Asking patients to write down their priorities for the visit while they’re in the waiting room saves time, as well as ensures the patients’ needs are met. They may need a handicapped parking sticker or a referral to a podiatrist. The receptionist or medical assistant can begin addressing some of these issues while the provider can address issues that require higher decision-making skills, assess adherence, and build a trusting relationship with the patient.

Q: Are there specific examples of pre-visit planning strategies that have improved your visits with patients who have type 2 diabetes?

A: Absolutely. Many of my patients see the diabetes educator four times a year, usually a week before they see me. Recently, I saw a patient with newly diagnosed diabetes following their first visit with the diabetes educator, where they had learned how much sugar is in a 20-ounce bottle of soda.

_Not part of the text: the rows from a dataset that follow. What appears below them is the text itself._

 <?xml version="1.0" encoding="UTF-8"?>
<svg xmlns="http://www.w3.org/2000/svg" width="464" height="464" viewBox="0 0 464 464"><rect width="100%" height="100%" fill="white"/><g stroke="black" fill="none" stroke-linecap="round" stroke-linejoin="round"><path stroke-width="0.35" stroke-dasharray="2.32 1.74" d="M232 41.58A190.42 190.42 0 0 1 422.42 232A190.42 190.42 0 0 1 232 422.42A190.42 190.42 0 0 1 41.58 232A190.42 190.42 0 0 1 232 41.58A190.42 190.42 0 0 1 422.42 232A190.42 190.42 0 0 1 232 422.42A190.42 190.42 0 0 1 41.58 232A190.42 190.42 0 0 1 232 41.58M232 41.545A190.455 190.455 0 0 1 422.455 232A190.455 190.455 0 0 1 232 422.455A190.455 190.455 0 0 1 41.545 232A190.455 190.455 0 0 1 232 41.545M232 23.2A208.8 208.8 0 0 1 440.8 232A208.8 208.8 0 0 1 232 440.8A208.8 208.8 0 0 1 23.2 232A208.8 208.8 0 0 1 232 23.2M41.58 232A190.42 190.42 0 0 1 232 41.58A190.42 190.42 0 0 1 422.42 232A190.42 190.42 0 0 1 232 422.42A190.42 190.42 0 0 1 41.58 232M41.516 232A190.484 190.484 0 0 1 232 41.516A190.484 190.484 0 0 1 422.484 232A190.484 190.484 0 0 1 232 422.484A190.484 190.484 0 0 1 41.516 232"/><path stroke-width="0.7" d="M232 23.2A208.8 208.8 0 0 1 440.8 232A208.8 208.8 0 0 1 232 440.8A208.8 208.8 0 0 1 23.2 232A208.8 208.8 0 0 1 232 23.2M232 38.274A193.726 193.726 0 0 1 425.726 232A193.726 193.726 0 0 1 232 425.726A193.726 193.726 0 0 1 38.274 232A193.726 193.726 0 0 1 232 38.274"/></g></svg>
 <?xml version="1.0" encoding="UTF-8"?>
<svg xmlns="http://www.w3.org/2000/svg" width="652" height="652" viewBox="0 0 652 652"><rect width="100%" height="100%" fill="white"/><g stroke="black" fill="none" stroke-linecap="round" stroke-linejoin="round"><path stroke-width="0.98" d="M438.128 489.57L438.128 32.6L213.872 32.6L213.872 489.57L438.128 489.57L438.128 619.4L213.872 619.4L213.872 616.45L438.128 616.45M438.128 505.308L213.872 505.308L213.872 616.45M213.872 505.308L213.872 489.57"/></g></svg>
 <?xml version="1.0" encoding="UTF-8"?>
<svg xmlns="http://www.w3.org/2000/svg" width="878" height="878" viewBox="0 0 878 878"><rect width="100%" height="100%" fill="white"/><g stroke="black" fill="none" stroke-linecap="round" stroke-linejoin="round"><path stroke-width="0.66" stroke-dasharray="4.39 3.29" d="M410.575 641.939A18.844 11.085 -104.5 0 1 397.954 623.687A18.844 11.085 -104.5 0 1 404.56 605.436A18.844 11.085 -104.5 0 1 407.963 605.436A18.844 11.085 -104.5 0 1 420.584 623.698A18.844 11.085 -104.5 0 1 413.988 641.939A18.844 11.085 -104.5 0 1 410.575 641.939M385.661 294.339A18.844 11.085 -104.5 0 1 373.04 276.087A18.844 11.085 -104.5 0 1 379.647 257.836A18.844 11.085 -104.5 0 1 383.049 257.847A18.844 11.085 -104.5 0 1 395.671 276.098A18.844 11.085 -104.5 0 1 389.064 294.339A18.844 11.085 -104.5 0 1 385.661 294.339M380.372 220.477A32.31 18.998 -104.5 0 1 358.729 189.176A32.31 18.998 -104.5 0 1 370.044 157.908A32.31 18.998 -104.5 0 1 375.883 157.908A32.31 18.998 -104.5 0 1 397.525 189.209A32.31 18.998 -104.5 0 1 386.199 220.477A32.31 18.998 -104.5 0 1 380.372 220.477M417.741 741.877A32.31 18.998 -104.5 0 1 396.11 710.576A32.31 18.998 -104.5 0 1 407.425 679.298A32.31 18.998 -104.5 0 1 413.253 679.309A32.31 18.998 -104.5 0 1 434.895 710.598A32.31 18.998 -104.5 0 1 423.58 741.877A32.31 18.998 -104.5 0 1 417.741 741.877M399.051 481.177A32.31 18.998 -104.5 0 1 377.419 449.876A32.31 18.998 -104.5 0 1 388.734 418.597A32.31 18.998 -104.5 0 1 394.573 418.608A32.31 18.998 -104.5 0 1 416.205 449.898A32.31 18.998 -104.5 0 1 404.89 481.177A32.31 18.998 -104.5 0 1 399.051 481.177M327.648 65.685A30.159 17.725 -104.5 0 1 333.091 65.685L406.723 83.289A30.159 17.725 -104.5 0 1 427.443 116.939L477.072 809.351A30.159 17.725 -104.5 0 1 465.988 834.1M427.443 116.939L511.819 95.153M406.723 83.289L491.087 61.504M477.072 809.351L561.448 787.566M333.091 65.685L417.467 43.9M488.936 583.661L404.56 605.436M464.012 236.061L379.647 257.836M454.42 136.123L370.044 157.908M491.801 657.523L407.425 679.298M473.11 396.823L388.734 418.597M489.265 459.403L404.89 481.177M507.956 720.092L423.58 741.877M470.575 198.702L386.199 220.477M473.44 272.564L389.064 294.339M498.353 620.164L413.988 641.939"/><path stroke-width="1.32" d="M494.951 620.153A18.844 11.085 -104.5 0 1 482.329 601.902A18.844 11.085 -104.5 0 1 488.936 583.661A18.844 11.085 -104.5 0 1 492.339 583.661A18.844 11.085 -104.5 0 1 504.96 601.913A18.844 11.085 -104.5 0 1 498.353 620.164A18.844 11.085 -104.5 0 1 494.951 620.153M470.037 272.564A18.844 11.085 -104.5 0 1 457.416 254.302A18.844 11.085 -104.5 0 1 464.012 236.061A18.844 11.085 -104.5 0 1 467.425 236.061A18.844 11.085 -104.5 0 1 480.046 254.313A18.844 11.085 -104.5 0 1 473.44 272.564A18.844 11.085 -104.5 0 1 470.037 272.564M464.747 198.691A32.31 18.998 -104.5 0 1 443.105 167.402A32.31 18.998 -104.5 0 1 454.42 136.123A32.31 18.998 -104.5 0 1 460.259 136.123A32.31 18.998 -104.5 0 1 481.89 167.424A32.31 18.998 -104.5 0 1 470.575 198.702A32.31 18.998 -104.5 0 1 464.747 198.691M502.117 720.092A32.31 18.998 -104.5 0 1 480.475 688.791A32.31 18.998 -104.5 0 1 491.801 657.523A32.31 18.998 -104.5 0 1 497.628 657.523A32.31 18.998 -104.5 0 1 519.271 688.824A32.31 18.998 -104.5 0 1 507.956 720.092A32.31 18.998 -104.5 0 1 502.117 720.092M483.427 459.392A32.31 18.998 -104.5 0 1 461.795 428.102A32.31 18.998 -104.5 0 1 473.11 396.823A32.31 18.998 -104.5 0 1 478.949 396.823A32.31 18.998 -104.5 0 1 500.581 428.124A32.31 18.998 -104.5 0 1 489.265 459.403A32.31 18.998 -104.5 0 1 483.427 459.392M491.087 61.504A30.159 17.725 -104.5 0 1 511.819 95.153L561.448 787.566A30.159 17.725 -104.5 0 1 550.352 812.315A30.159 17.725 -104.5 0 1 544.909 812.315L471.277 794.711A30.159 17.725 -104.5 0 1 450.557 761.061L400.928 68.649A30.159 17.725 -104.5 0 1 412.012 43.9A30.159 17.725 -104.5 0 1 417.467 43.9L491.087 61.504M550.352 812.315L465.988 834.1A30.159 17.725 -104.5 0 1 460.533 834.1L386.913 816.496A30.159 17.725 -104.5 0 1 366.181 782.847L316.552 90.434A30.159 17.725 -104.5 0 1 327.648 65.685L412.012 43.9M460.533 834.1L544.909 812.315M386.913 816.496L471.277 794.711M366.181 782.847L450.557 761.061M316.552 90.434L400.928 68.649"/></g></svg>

Just by cutting out soda intake, which was one soda a day, the patient began losing weight. She was excited!

At check-in, patients are handed a list of their medications and asked to circle those that need refills, cross out medications they are no longer taking, and add a question mark to medications they don’t think they need.

In our patient portal, patients can see their test results, and they know what their A1C is before I see them. So, they're prepared to hear a congratulatory message or have a conversation about adherence, diet, or the need to escalate therapy. They’re prepared to be part of the discussion about next steps and goals. Agreeing on the A1C goal and ensuring the patient understands and agrees with the goal is of paramount importance. The same is true for blood pressure goals. Often, providers assume that the patient understands the goals of therapy.

Q: Are there any other aspects of pre-visit planning that health care professionals should consider?

A: It’s important to start small so that you're successful. For instance, some organizations have done pre-visit planning for the last three or four patients of the day, since that is when the clinic is running late and staff is tired. Once the team sees that doing pre-visit planning for the last few patients of the day saved everybody time, usually one of the team members will say, “Why don’t we do this with all of our patients?” Some organizations start pre-visit planning for all patients and close all care gaps all at once. This takes planning and more resources (time for training, protected time to do the planning, and possibly more staff).

My advice is to choose a small group of patients to start with pre-visit planning. You could do this with patients over 70 years old, or just for patients with diabetes. See how successful it is, what you've learned from it, and if you're going to adopt it or adapt it.

Start with what the team values most and use the Plan-Do-Study-Act cycle: plan it; do it; study the effect; and adopt it, adapt it, or abandon it and try something else. Pre-visit planning will look different at every organization, depending on the organization's resources and the team’s level of interest.